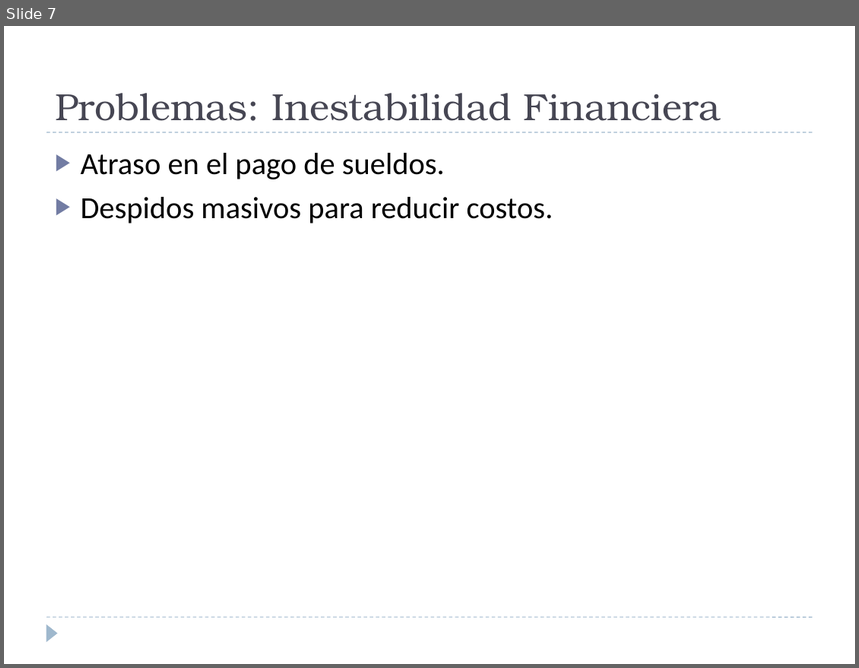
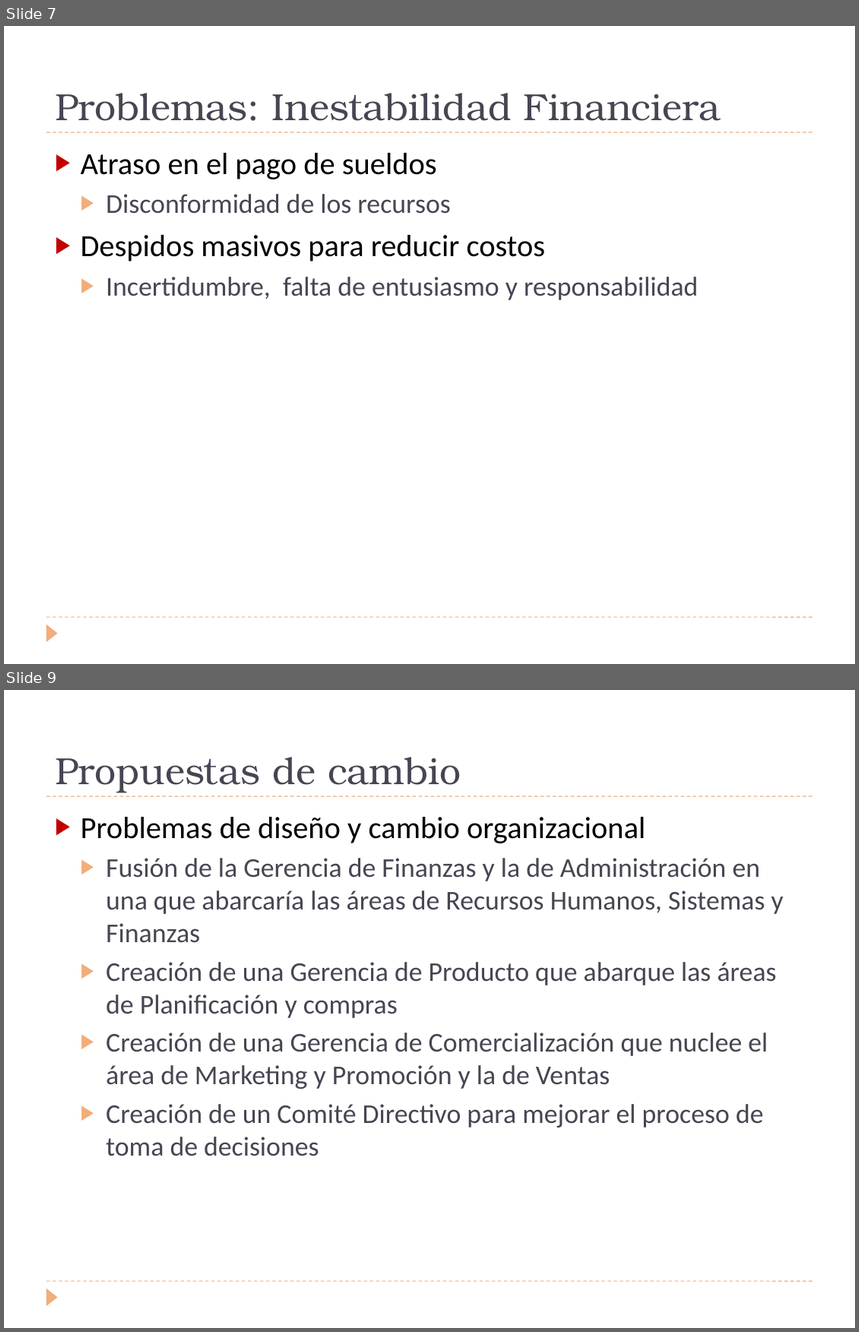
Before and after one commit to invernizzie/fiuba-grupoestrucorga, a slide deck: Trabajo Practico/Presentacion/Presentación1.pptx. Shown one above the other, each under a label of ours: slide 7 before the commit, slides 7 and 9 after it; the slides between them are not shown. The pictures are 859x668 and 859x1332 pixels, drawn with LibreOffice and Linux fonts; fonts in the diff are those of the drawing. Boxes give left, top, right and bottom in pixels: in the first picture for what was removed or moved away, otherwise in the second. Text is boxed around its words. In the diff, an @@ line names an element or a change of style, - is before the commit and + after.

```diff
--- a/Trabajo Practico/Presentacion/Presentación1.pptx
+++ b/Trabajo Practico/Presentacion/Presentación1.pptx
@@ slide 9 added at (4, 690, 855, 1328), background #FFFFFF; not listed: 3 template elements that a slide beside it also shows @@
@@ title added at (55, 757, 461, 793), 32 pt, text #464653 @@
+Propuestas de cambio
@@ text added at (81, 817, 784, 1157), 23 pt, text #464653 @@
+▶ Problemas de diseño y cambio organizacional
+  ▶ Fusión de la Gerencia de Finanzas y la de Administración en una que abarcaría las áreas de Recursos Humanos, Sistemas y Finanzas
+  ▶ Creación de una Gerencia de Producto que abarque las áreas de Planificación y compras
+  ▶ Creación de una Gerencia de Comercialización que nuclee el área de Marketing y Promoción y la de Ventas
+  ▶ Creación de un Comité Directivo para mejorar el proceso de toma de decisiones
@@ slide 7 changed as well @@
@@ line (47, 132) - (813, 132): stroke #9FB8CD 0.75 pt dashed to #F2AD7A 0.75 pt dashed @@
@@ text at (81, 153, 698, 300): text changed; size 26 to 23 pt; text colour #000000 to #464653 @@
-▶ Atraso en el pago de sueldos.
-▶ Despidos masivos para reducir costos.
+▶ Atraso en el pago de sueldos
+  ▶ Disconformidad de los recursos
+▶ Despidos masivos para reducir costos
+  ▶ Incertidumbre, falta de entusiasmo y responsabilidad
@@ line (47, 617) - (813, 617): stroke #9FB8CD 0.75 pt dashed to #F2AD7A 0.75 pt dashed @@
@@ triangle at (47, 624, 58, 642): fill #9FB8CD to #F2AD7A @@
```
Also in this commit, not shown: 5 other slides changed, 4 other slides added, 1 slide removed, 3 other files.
* * * * * * * * *
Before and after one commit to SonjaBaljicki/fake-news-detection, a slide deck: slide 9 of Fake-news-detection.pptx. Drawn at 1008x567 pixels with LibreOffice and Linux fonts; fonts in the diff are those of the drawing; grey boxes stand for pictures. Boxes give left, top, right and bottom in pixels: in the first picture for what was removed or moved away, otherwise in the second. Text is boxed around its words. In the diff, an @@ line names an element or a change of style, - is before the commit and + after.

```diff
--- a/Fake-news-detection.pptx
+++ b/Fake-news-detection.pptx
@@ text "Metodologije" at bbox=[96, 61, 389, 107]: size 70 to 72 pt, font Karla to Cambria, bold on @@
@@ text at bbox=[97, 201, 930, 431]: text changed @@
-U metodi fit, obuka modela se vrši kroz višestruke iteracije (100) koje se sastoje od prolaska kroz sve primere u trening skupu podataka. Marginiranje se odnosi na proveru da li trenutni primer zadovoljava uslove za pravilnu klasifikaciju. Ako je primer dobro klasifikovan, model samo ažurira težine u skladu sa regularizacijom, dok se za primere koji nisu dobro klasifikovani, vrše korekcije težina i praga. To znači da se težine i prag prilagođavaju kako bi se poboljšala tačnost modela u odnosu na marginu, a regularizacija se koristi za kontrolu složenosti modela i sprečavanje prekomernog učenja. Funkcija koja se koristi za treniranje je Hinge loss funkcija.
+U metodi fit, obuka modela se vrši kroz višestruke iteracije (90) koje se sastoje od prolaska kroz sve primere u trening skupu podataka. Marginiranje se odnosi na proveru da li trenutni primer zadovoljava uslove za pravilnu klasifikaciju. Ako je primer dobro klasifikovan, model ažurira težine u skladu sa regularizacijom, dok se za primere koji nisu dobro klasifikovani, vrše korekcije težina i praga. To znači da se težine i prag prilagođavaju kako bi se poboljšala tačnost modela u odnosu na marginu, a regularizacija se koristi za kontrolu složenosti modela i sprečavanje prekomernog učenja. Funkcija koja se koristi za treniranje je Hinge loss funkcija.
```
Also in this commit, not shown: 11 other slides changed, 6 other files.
* * * * * * * * *
Assignment
Find and copy each line in the material above where the string "pago" occurs.

Response area
-▶ Atraso en el pago de sueldos.
+▶ Atraso en el pago de sueldos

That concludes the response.